Dynamics of ATP-induced Calcium Signaling in Single Mouse Thymocytes

Abstract

Extracellular ATP (ATPo) elicits a robust change in the concentration of intracellular Ca2+ ([Ca2+]i) in fura-2–loaded mouse thymocytes. Most thymocytes (60%) exposed to ATPo exhibited a biphasic rise in [Ca2+]i; [Ca2+]i rose slowly at first to a mean value of 260 nM after 163 s and then increased rapidly to a peak level of 735 nM. In many cells, a declining plateau, which lasted for more than 10 min, followed the crest in [Ca2+]i. Experiments performed in the absence of extracellular [Ca2+]o abolished the rise in thymocyte [Ca2+]i, indicating that Ca2+ influx, rather than the release of stored Ca2+, is stimulated by ATPo. ATPo- mediated Ca2+ influx was potentiated as the [Mg2+]o was reduced, confirming that ATP4− is the active agonist form. In the absence of Mg2+o, 3′-O-(4-benzoyl)benzoyl-ATP (BzATP) proved to be the most effective agonist of those tested. The rank order of potency for adenine nucleotides was BzATP4−>ATP4−>MgATP2−>ADP3−, suggesting purinoreceptors of the P2X7/P2Z class mediate the ATPo response.
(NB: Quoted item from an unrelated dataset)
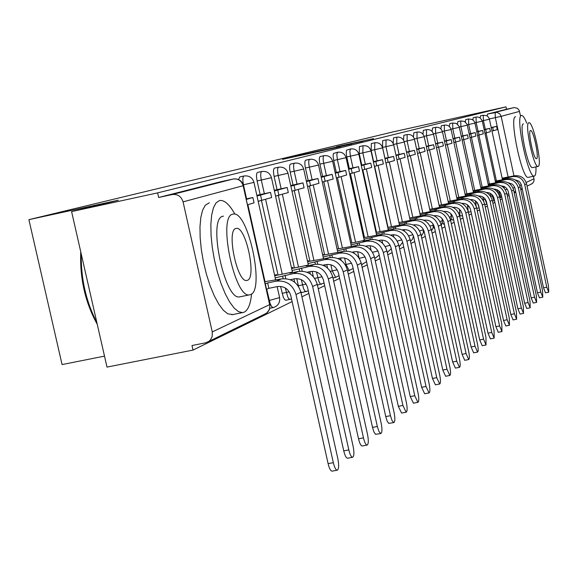 <?xml version="1.0" encoding="UTF-8"?>
<svg xmlns="http://www.w3.org/2000/svg" width="578" height="578" viewBox="0 0 578 578"><rect width="100%" height="100%" fill="white"/><g stroke="black" fill="none" stroke-linecap="round" stroke-linejoin="round"><path stroke-width="0.87" d="M282.599 159.347L340.413 146.74L282.599 159.347M468.31 211.786L468.859 212.104M459.915 215.139L460.81 215.984M451.404 218.968L452.43 220.023M442.538 222.92L443.709 224.228M433.269 226.966L434.627 228.599M423.58 231.092L424.483 232.826M296.774 278.603L298.53 286.478M300.842 291.926L302.077 292.475M280.554 286.392L283.271 297.171L284.701 299.693L285.987 300.228M336.519 146.704L373.561 138.612L336.519 146.704M212.263 331.938L269.637 304.62L243.143 185.711L183.06 201.867L212.263 331.938L212.184 336.519L210.486 339.85L208.875 341.381L205.544 342.833L191.983 345.528L193.016 350.087L107.002 367.095L71.593 211.591L118.295 200.205L28.9 219.662L392.578 132.008L505.996 106.858L157.613 192.879L158.647 197.481L172.208 194.54L233.194 179.028L220.709 181.738L158.647 197.481M71.593 211.591L157.613 192.879M296.153 156.082L351.749 143.958L296.182 156.219M295.423 156.183L362.883 141.227L295.423 156.197M193.016 350.087L292.114 301.6M301.926 296.803L308.854 293.414M318.261 288.805L324.67 285.676M333.701 281.255L339.626 278.358M348.31 274.109L353.794 271.429M362.146 267.339L367.232 264.847M375.288 260.909L379.999 258.604M387.773 254.804L392.151 252.658M399.651 248.988L403.719 247.001M410.965 243.454L414.744 241.604M421.759 238.172L425.271 236.453M432.069 233.129L435.335 231.532M441.917 228.31L444.952 226.822M451.339 223.7L454.164 222.313M460.37 219.286L462.992 218M469.018 215.052L471.46 213.853M477.32 210.992L479.588 209.879M485.289 207.09L487.399 206.057M492.947 203.34L494.913 202.379M500.31 199.742L502.138 198.846M507.397 196.274L509.095 195.443M514.225 192.929L515.8 192.163M520.807 189.714L522.266 188.999M104.502 356.127L62.077 364.574L28.9 219.662M505.996 106.858L506.509 109.242L514.333 107.566L517.433 108.317L519.189 110.355L520.46 115.694M533.458 176.261L534.094 179.548L533.783 181.514L532.706 183.183L530.676 184.396M183.06 201.867C181.268 196.383 177.656 193.948 172.208 194.54M276.551 275.338L276.378 274.528L274.629 275.287M258.662 194.894L256.863 195.415M293.01 268.214L292.836 267.426L291.507 268.004M275.648 189.96L274.275 190.357M308.587 261.466L308.421 260.707L307.474 261.111M291.998 191.253L292.974 190.942L291.984 191.166M291.724 185.292L290.741 185.574M323.355 255.071L323.189 254.334L322.589 254.595M307.554 186.571L308.175 186.383L307.547 186.521M306.961 180.871L306.333 181.044M337.379 249.002L336.923 248.41M364.675 240.766L364.588 240.369L350.694 243.237L350.535 242.536M335.175 172.67L345.658 170.416L335.283 173.234M398.979 222.544L385.952 162.945M384.934 158.285L382.549 147.404L385.96 146.668L386.053 139.927C389.955 139.5 392.505 141.155 393.712 144.897L385.96 146.668L388.337 157.556M388.004 227.306L374.66 166.356M373.612 161.58L371.177 150.446L374.66 149.688L374.79 142.788C378.778 142.354 381.386 144.045 382.622 147.874L374.66 149.688L377.094 160.828M376.516 232.291L362.839 169.932M361.763 165.026L359.263 153.625L362.825 152.852L362.991 145.786C367.073 145.338 369.747 147.072 371.004 150.988L362.825 152.852L365.325 164.26M366.474 246.604L366.358 246.084M364.48 237.515L350.449 173.675M349.343 168.639L346.778 156.963L350.42 156.176L349.834 151.096L350.629 148.922C354.805 148.467 357.544 150.244 358.83 154.254L350.42 156.176L352.985 167.851M354.083 253.2L353.801 251.885M351.843 242.998L337.451 177.605M336.309 172.425L333.679 160.467L337.4 159.658L336.815 154.449L337.66 152.216C341.938 151.754 344.741 153.575 346.063 157.678L337.4 159.658L340.03 171.623M341.114 260.31L340.608 257.998C346.677 257.383 350.673 260.064 352.602 266.032L385.757 416.572L390.461 415.705L392.101 420.755L393.835 422.597C395.099 421.673 395.193 418.371 394.124 412.692L361.236 263.185C358.389 254.407 352.522 250.469 343.621 251.365L322.719 255.209M338.571 248.757L323.788 181.73M322.618 176.406L319.909 164.145L323.723 163.314C322.849 158.762 322.958 156.219 324.034 155.677C328.42 155.2 331.295 157.072 332.646 161.276L323.723 163.314L326.425 175.589M327.531 268.048L326.736 264.449M324.612 254.819L309.425 186.08M308.211 180.596L305.43 168.01L309.338 167.165C308.442 162.49 308.565 159.875 309.707 159.318C314.201 158.834 317.149 160.749 318.543 165.055L309.338 167.165L312.12 179.758M313.319 276.616L312.149 271.306M309.909 261.198L294.296 190.661M293.039 185.011L290.185 172.085L294.18 171.225C293.263 166.421 293.407 163.726 294.614 163.148C299.231 162.656 302.251 164.622 303.681 169.043L294.18 171.225L297.041 184.151M294.404 267.925L278.336 195.487M277.043 189.663L274.095 176.384L278.199 175.502C277.259 170.561 277.426 167.786 278.704 167.187C283.444 166.681 286.544 168.704 288.01 173.241L278.199 175.502L281.146 188.782M278.032 275.034L261.48 200.595M260.143 194.576L257.102 180.928L261.314 180.018C260.346 174.932 260.541 172.078 261.892 171.456C266.769 170.936 269.955 173.017 271.465 177.684L261.314 180.018L264.348 193.673M483.201 115.253L480.506 115.846L480.159 117.898M475.976 117.088L473.238 117.688L472.883 119.913M468.483 118.989L465.695 119.603L465.333 122.016M460.709 120.968L457.87 121.582L457.494 124.212M452.632 123.02L449.742 123.649L449.359 126.517M444.229 125.151L441.296 125.787L440.906 128.93M435.494 127.37L432.503 128.02L432.113 131.473M426.398 129.674L423.356 130.339L422.966 134.161M416.919 132.087L413.819 132.759L413.443 137.015M407.035 134.595L403.877 135.281L403.531 140.086M396.718 137.217L393.495 137.918L393.221 143.474M385.938 139.948L382.658 140.671L382.549 147.404M374.667 142.817L371.314 143.546L371.177 150.446M362.861 145.808L359.444 146.559L359.263 153.625M350.492 148.951L346.504 150.143L346.222 153.163L346.778 156.963M337.516 152.245L333.427 153.466L333.087 155.887L333.679 160.467M323.882 155.713L320.234 156.501C319.15 157.043 319.042 159.593 319.909 164.145M309.541 159.355L305.813 160.164C304.664 160.72 304.541 163.343 305.43 168.01M294.433 163.184L290.626 164.015C289.412 164.593 289.267 167.288 290.185 172.085M278.509 167.23L274.615 168.075C273.329 168.682 273.156 171.449 274.095 176.384M261.69 171.5L257.701 172.367C256.336 172.995 256.141 175.842 257.102 180.928M243.894 176.023L239.812 176.911L238.548 179.563M506.509 109.242L487.478 114.068L487.182 115.968M258.2 201.419L259.616 200.992M275.576 196.188L276.862 195.805M287.793 158.134L340.861 146.509L287.793 158.134M311.997 152.455L326.447 149.319L311.997 152.455M337.277 470.203L332.075 471.142C330.623 470.998 329.294 468.491 328.102 463.621L333.325 462.675C334.518 467.551 335.84 470.059 337.277 470.203C338.881 469.09 339.084 465.333 337.892 458.925L300.9 292.172C297.713 282.375 291.182 277.96 281.313 278.928L264.89 281.703M275.381 280.142L275.258 279.586M333.325 462.675L296.001 294.527C292.786 284.643 286.204 280.193 276.255 281.168L267.65 282.924L268.849 288.314L277.454 286.565C284.166 285.908 288.61 288.913 290.777 295.582L328.102 463.621M268.849 288.314L266.588 289.332M247.745 204.749L254.045 202.849L252.861 197.503L246.546 199.352M252.861 197.503L246.445 198.883M267.65 282.924L265.381 283.921M352.623 457.285L347.559 458.21C346.179 458.051 344.907 455.601 343.744 450.854L348.83 449.93C349.986 454.684 351.251 457.133 352.623 457.285C354.126 456.23 354.3 452.596 353.136 446.389L317.271 284.311C314.172 274.788 307.821 270.504 298.219 271.45L289.903 273.156L292.244 272.13L274.723 275.713M292.36 272.65L292.244 272.13M290.257 279.694L294.607 278.813C301.138 278.17 305.451 281.081 307.561 287.562L343.744 450.854M258.171 201.303L271.66 197.546L270.511 192.351L257 196.021M270.511 192.351L258.612 194.909M261.74 200.537L260.562 195.256M348.83 449.93L312.64 286.529C309.519 276.927 303.118 272.606 293.436 273.567L275.2 277.859M285.062 275.28L285.821 278.668M283.191 278.661L282.671 276.327M367.117 445.082L362.182 445.985C360.867 445.826 359.653 443.427 358.526 438.796L363.475 437.886C364.602 442.524 365.816 444.923 367.117 445.082C368.533 444.077 368.677 440.559 367.55 434.54L332.733 276.884C329.727 267.621 323.543 263.452 314.186 264.392L306.087 266.046L308.298 265.078L291.623 268.495M308.406 265.577L308.298 265.078M307.062 272.245L310.798 271.487C317.163 270.858 321.361 273.69 323.405 279.983L358.526 438.796M275.547 196.087L288.306 192.539L287.187 187.482L274.413 190.957M287.187 187.482L275.59 189.974M278.928 195.364L277.787 190.227M363.475 437.886L328.362 278.979C325.327 269.644 319.099 265.447 309.671 266.386L292.071 270.518M301.514 268.055L302.2 271.169M299.729 271.219L299.245 269.052M380.837 433.536L375.548 434.316L373.937 431.968L372.507 427.388L377.333 426.499L379.031 431.665L380.837 433.536C382.174 432.575 382.289 429.172 381.191 423.32L347.371 269.854C344.445 260.837 338.419 256.784 329.294 257.701L307.597 261.675M323.601 258.872L323.499 258.402M322.936 265.208L326.115 264.558C332.321 263.936 336.41 266.696 338.405 272.823L372.507 427.388M291.977 191.152L304.064 187.792L302.98 182.872L290.871 186.159M302.98 182.872L291.666 185.307M295.177 190.465L294.072 185.473M377.333 426.499L343.231 271.841C340.283 262.752 334.214 258.677 325.024 259.594L308.016 263.582M317.069 261.227L317.705 264.095M315.378 264.197L314.923 262.166M393.835 422.597L388.691 423.356L387.137 421.059L385.757 416.572M338 252.521L337.906 252.08M337.949 258.539L340.63 257.99M307.539 186.484L318.998 183.298L317.943 178.501L306.463 181.622M317.943 178.501L306.911 180.878M310.574 185.834L309.505 180.972M390.461 415.705L357.312 265.071C354.444 256.227 348.527 252.254 339.568 253.157L323.124 257.015M331.808 254.754L332.393 257.405M330.197 257.55L329.778 255.649M406.168 412.208L401.594 413.06L398.329 406.312L402.917 405.46L406.168 412.208C407.367 411.326 407.439 408.126 406.399 402.599L374.4 256.863C371.625 248.309 365.903 244.472 357.211 245.354L337.068 249.067M351.677 246.495L351.583 246.076M352.168 252.225L354.401 251.762C360.304 251.17 364.198 253.778 366.076 259.594L398.329 406.312M322.286 182.056L333.181 179.028L332.155 174.354L321.245 177.316M332.155 174.354L321.382 176.673M325.183 181.434L324.135 176.695M402.917 405.46L370.671 258.655C367.883 250.036 362.11 246.17 353.368 247.059L337.444 250.787M345.796 248.612L346.338 251.076M344.257 251.249L343.867 249.465M234.914 214.171C229.784 205.002 224.972 200.421 220.456 200.436L219.322 200.624L216.006 202.957L213.405 207.863L211.649 215.132L210.854 224.437L211.057 235.354L212.256 247.326L214.395 259.775L217.379 272.057L221.049 283.56L225.21 293.711L229.661 302.019L234.177 308.088L238.533 311.665L242.529 312.611L244.248 312.134C248.15 310.083 250.592 304.028 251.567 293.971M209.294 202.777L205.269 205.262L202.618 210.175L200.819 217.444L199.981 226.749L200.147 237.652L201.325 249.617L203.463 262.044L206.447 274.312L210.132 285.799L214.322 295.929L218.809 304.216L223.368 310.27L227.775 313.832L232.833 314.562M240.369 296.716L239.588 296.875C224.582 300.697 207.473 218.506 222.819 216.273L223.469 216.136M250.614 294.563C264.962 290.113 248.287 211.382 233.534 214.019L232.674 214.178C217.53 216.36 234.654 298.653 249.45 294.867L250.614 294.563M235.867 228.491C226.2 230.167 237.19 282.786 246.719 280.474L247.435 280.301C256.769 277.686 245.968 226.547 236.46 228.375L235.867 228.491M81.238 253.959C80.877 278.806 86.079 301.68 96.866 322.575M97.27 324.374C85.212 302.511 79.706 278.329 80.754 251.827M526.768 123.208C524.737 118.114 523.047 115.521 521.703 115.434L521.5 115.463C514.991 115.528 528.097 178.14 534.18 176.109L534.498 176.03C535.669 175.358 536.153 172.302 535.958 166.876M515.605 116.749L515.504 116.77C508.9 116.85 521.999 179.418 528.184 177.367L528.444 177.316M532.649 167.577L532.461 167.613C528.075 169.022 518.676 124.14 523.321 123.959L523.422 123.938M538.197 166.399C542.59 165.554 533.335 121.626 529 122.738L528.841 122.76C524.26 122.926 533.667 167.844 537.988 166.45L538.197 166.399M530.503 130.527C527.577 130.715 533.617 159.542 536.406 158.675L536.536 158.647C539.39 158.177 533.407 129.761 530.611 130.512L530.503 130.527M417.894 402.346L413.422 403.177L410.272 396.566L414.758 395.728L417.894 402.346C419.028 401.493 419.079 398.379 418.06 393.011L386.906 250.859C384.204 242.514 378.619 238.772 370.137 239.639L362.789 241.156L364.588 240.369M365.65 246.228L367.485 245.845C373.244 245.267 377.044 247.81 378.879 253.475L410.272 396.566M345.658 170.416L346.656 174.968L339.048 177.258L338.036 172.641M336.295 177.851L339.048 177.258M414.758 395.728L383.366 252.557C380.642 244.154 375.014 240.39 366.474 241.257L351.048 244.87M359.083 242.782L359.588 245.072M357.616 245.274L357.247 243.591M429.049 392.953L424.678 393.77L421.637 387.289L426.022 386.465L429.049 392.953C430.119 392.137 430.162 389.11 429.165 383.879L398.806 245.137C396.176 236.994 390.714 233.353 382.426 234.198L363.641 237.688M377.044 235.311L376.964 234.935M378.467 240.52L379.927 240.224C385.555 239.646 389.261 242.124 391.053 247.659L421.637 387.289M349.618 173.855L359.48 171.11L358.505 166.659L348.628 169.347M358.505 166.659L348.512 168.819M352.24 173.292L351.251 168.783M426.022 386.465L395.439 246.763C392.78 238.562 387.289 234.885 378.944 235.737L363.988 239.241M371.719 237.233L372.189 239.371M370.325 239.595L369.978 237.999M439.67 384.009L435.4 384.811L432.46 378.46L436.744 377.651L439.67 384.009C440.689 383.221 440.718 380.281 439.742 375.18L410.149 239.697C407.577 231.742 402.245 228.187 394.138 229.018L375.975 232.407M388.835 230.116L388.756 229.755M390.649 235.094L391.776 234.863C397.281 234.3 400.901 236.72 402.649 242.117L432.46 378.46M362.298 170.048L371.705 167.432L370.751 163.09L361.329 165.648M370.751 163.09L361.221 165.142M364.805 169.506L363.837 165.106M436.744 377.651L406.934 241.236C404.347 233.23 398.972 229.647 390.822 230.485L376.3 233.88M383.756 231.951L384.197 233.953M378.944 235.737L382.426 234.198L382.094 232.681M449.807 375.476L445.631 376.264L442.784 370.036L446.975 369.241L449.807 375.476C450.775 374.717 450.789 371.856 449.836 366.886L420.957 234.502C418.45 226.728 413.234 223.26 405.308 224.076L387.73 227.364M402.252 229.921L403.076 229.748C408.458 229.199 411.998 231.561 413.704 236.836L442.784 370.036M374.385 166.413L383.359 163.921L382.434 159.68L373.446 162.122M382.434 159.68L373.337 161.638M376.777 165.9L375.837 161.602M446.975 369.241L417.894 235.976C415.365 228.151 410.12 224.654 402.144 225.478L388.04 228.772M395.236 226.908L395.648 228.794M393.965 229.054L393.647 227.609M459.481 367.333L455.392 368.107L452.639 361.987L456.743 361.207L459.481 367.333C460.406 366.604 460.406 363.815 459.474 358.96L431.289 229.538C428.833 221.945 423.732 218.549 415.979 219.358L398.95 222.552M413.313 224.987L413.862 224.871C419.129 224.329 422.59 226.634 424.259 231.792L452.639 361.987M385.916 162.953L394.492 160.568L393.589 156.421L384.999 158.755M393.589 156.421L384.897 158.293M388.206 162.461L387.289 158.264M456.743 361.207L428.356 230.947C425.892 223.303 420.755 219.886 412.952 220.695L399.239 223.896M406.19 222.096L406.58 223.881M404.983 224.141L404.679 222.761M468.729 359.545L464.726 360.304L462.06 354.307L466.07 353.541L468.729 359.545C469.611 358.844 469.596 356.12 468.686 351.388L441.151 224.799C438.76 217.371 433.767 214.055 426.174 214.843L409.665 217.957M423.876 220.269L424.173 220.211C429.324 219.676 432.712 221.93 434.338 226.973L462.06 354.307M396.934 159.644L405.135 157.361L404.253 153.307L396.038 155.54M404.253 153.307L395.937 155.099M399.123 159.174L398.228 155.07M466.07 353.541L438.355 226.143C435.942 218.672 430.921 215.334 423.277 216.129L409.939 219.235M416.666 217.501L417.027 219.185M415.503 219.452L415.214 218.137M477.58 352.096L473.657 352.84L471.07 346.952L475 346.2L477.58 352.096C478.418 351.417 478.389 348.765 477.5 344.141L450.594 220.261C448.253 213 443.362 209.756 435.928 210.529L419.91 213.557M433.962 215.767L434.027 215.753C439.078 215.226 442.394 217.429 443.983 222.364L471.07 346.952M407.468 156.479L415.322 154.297L414.455 150.331L406.587 152.462M414.455 150.331L406.5 152.05M409.564 156.031L408.689 152.014M475 346.2L447.914 221.555C445.559 214.243 440.638 210.977 433.16 211.758L420.177 214.778M426.68 213.109L427.026 214.698M425.567 214.973L425.292 213.716M486.047 344.965L482.211 345.695L479.697 339.907L483.548 339.17L486.047 344.965L485.946 337.198L459.64 215.919C457.35 208.81 452.56 205.631 445.27 206.397L429.714 209.344M417.547 153.452L425.076 151.364L424.23 147.477L416.687 149.521M424.23 147.477L416.601 149.124M419.563 153.018L418.703 149.088M483.548 339.17L457.068 217.155C454.763 209.995 449.944 206.801 442.618 207.574L429.974 210.515M436.267 208.896L436.6 210.414M435.205 210.681L434.938 209.482M443.615 211.454C448.499 211.021 451.7 213.188 453.217 217.949L479.697 339.907M494.168 338.123L490.404 338.845L487.969 333.159L491.741 332.437L494.168 338.123L494.046 330.544L468.303 211.758C466.063 204.793 461.367 201.686 454.229 202.437L439.114 205.306M427.207 150.555L434.425 148.546L433.601 144.738L426.369 146.704M433.601 144.738L426.282 146.321M429.136 150.136L428.298 146.285M491.741 332.437L465.839 212.942C463.585 205.934 458.867 202.806 451.685 203.564L439.352 206.425M445.457 204.858L445.775 206.303M444.439 206.57L444.186 205.421M452.863 207.329C457.559 207.018 460.63 209.149 462.068 213.723L487.969 333.159M501.964 331.562L498.272 332.278L495.902 326.686L499.602 325.97L501.964 331.562L501.812 324.157L476.619 207.762C474.422 200.934 469.82 197.893 462.819 198.637L448.123 201.433M436.469 147.773L443.398 145.844L442.589 142.116L435.646 144.001M442.589 142.116L435.566 143.633M438.326 147.368L437.503 143.597M499.602 325.97L474.256 208.896C472.045 202.033 467.421 198.969 460.377 199.713L448.355 202.51M454.272 200.992L454.575 202.365M453.289 202.632L453.051 201.527M461.735 203.377C466.251 203.174 469.192 205.269 470.557 209.669L495.902 326.686M509.442 325.262L505.822 325.963L503.517 320.472L507.144 319.764L509.442 325.262L509.269 318.023L484.602 203.926C482.449 197.235 477.941 194.259 471.07 194.981L456.765 197.712M445.356 145.1L452.01 143.25L451.223 139.594L444.554 141.408M451.223 139.594L444.475 141.054M447.141 144.717L446.339 141.018M507.144 319.764L482.334 205.017C480.166 198.29 475.636 195.292 468.722 196.021L456.996 198.745M462.74 197.271L463.021 198.594M461.793 198.846L461.562 197.792M470.246 199.583C474.596 199.489 477.414 201.549 478.707 205.775L503.517 320.472M516.631 319.215L513.076 319.901L510.836 314.497L514.398 313.803L516.631 319.215L516.436 312.127L492.275 200.241C490.166 193.681 485.744 190.762 478.996 191.477L465.073 194.143M453.896 142.535L460.298 140.757L459.517 137.174L453.109 138.915M459.517 137.174L453.036 138.576M455.609 142.166L454.828 138.539M514.398 313.803L490.093 201.289C487.976 194.692 483.526 191.759 476.742 192.474L465.29 195.133M470.868 193.702L471.142 194.967M469.965 195.212L469.741 194.201M478.432 195.949C482.608 195.949 485.31 197.972 486.531 202.033L510.836 314.497M523.545 313.392L520.055 314.071L517.874 308.753L521.37 308.074L523.545 313.392L523.328 306.463L499.652 196.701C497.586 190.263 493.244 187.402 486.625 188.103L473.057 190.704M462.104 140.071L468.259 138.359L467.501 134.84L461.331 136.516M467.501 134.84L461.258 136.191M474.683 190.364L462.985 136.162M521.37 308.074L497.557 197.705C495.476 191.239 491.112 188.356 484.458 189.064L473.266 191.658M478.685 190.27L478.952 191.484M477.818 191.723L477.601 190.747M486.293 192.46C490.31 192.539 492.897 194.533 494.06 198.435L517.874 308.753M530.199 307.792L526.775 308.457L524.651 303.226L528.082 302.554L530.199 307.792L529.968 301.001L506.754 193.283C504.731 186.976 500.461 184.165 493.966 184.859L480.737 187.395M469.993 137.701L475.925 136.047L475.181 132.6L469.242 134.212M475.181 132.6L469.177 133.901M471.59 137.354L470.832 133.872M528.082 302.554L504.739 194.259C502.694 187.908 498.409 185.083 491.878 185.776L480.939 188.312M486.214 186.969L486.466 188.139M485.368 188.363L485.166 187.424M493.865 189.1C497.723 189.266 500.201 191.224 501.299 194.974L524.651 303.226M536.608 302.395L533.241 303.053L531.168 297.908L534.542 297.244L536.608 302.395L536.362 295.748L513.596 190.003C511.609 183.804 507.419 181.044 501.032 181.73L488.135 184.216M477.601 135.418L483.316 133.829L482.579 130.44L476.857 131.994M482.579 130.44L476.792 131.69M479.133 135.086L478.396 131.661M534.542 297.244L511.646 190.935C509.651 184.707 505.439 181.933 499.024 182.619L488.323 185.097M493.46 183.79L493.699 184.909M492.651 185.133L492.456 184.23M501.155 185.878L503.9 186.405L505.721 187.482L507.535 189.649L508.279 191.643L531.168 297.908M542.785 297.193L539.476 297.843L537.453 292.779L540.77 292.121L542.785 297.193L542.525 290.683L520.186 186.831C518.235 180.748 514.124 178.038 507.845 178.718L495.259 181.145M484.92 133.215L490.433 131.683L489.718 128.359L484.198 129.855M489.718 128.359L484.133 129.566M486.401 132.897L485.679 129.537M540.77 292.121L518.314 187.734C516.349 181.615 512.216 178.898 505.909 179.57L495.447 181.991M500.44 180.719L500.671 181.803M499.659 182.019L499.471 181.145M508.178 182.771L512.014 183.992L513.524 185.372L514.825 187.763L537.453 292.779M548.739 292.179L545.488 292.815L543.522 287.83L546.774 287.187L548.739 292.179L548.464 285.792L526.544 183.782C524.629 177.8 520.583 175.148 514.42 175.806L502.13 178.183M491.979 131.098L497.297 129.617L496.596 126.351L491.271 127.796M496.596 126.351L491.206 127.514M493.41 130.787L492.702 127.485M546.774 287.187L524.737 184.649C522.808 178.638 518.748 175.972 512.549 176.637L502.304 179.007M507.173 177.764L507.397 178.812M506.422 179.014L506.241 178.176M514.947 179.78L518.625 181.03L520.07 182.373L521.313 184.693L543.522 287.83M500.945 197.401L498.518 190.596M498.077 192.922L500.252 192.46M494.06 200.732L491.69 194.36M490.736 196.26L492.94 195.798M486.922 204.186L484.639 198.391M483.389 199.663L485.332 199.258M479.097 207.581L477.363 202.777M475.766 203.196L477.421 202.856M470.586 209.807L469.986 207.979M467.833 206.873L469.177 206.592M459.582 210.695L460.587 210.486M450.999 214.669L451.62 214.539M362.262 264.507L361.46 264.211M349.3 270.779L346.02 264.478L344.589 258.005M345.211 264.645L351.547 263.207M335.666 277.375L332.249 270.938L330.883 264.746M330.378 271.32L337.249 269.803M321.303 284.325L320.154 283.798L318.846 281.385L316.469 271.935M314.692 278.358L322.148 276.754M306.167 291.652L304.953 291.117L303.587 288.653L301.29 279.644M298.356 285.742L306.174 284.094M290.185 299.382L288.899 298.848L287.75 296.962L285.301 287.952M282.1 293.335L289.253 291.847M273.278 307.561L271.92 307.019L270.157 303.725L266.725 289.267M269.081 300.524L279.593 297.598M505.273 189.678L507.296 189.252M509.558 183.66L509.391 182.901M508.105 176.926L495.339 117.645L495.129 112.399L513.799 107.653M489.356 118.945L501.148 116.337L513.965 175.9M519.81 185.502L521.334 184.779M526.175 182.475L533.993 178.754M519.535 111.388L501.148 116.337L499.818 113.83L496.82 112.327L487.478 114.068M496.423 180.9L486.084 132.962M485.296 129.313L483.418 120.585L483.259 115.239L486.662 115.672L488.07 116.698L489.27 118.663L489.421 119.227L482.24 120.845M489.443 183.941L478.902 135.136M478.1 131.408L476.178 122.522L476.041 117.074L477.811 117.002L480.022 117.804L482.16 120.564L482.312 121.134L474.863 122.811M482.197 187.091L471.453 137.383M470.637 133.583L468.679 124.53L468.556 118.974L472.082 119.422L473.931 120.939L474.784 122.529L474.943 123.114L467.212 124.848M462.884 135.844L460.883 126.618L460.782 120.954L464.372 121.409L466.894 124.003L467.284 125.166L459.257 126.972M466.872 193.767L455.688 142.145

Phenotyping experiments illustrate that both immature (CD4−CD8−, CD4+CD8+) and mature (CD4+CD8−, CD4−CD8+) thymocyte populations respond to ATP. Further separation of the double-positive population by size revealed that the ATPo-mediated [Ca2+]i response was much more pronounced in large (actively dividing) than in small (terminally differentiated) CD4+CD8+ thymocytes. We conclude that thymocytes vary in sensitivity to ATPo depending upon the degree of maturation and suggest that ATPo may be involved in processes that control cellular differentiation within the thymus.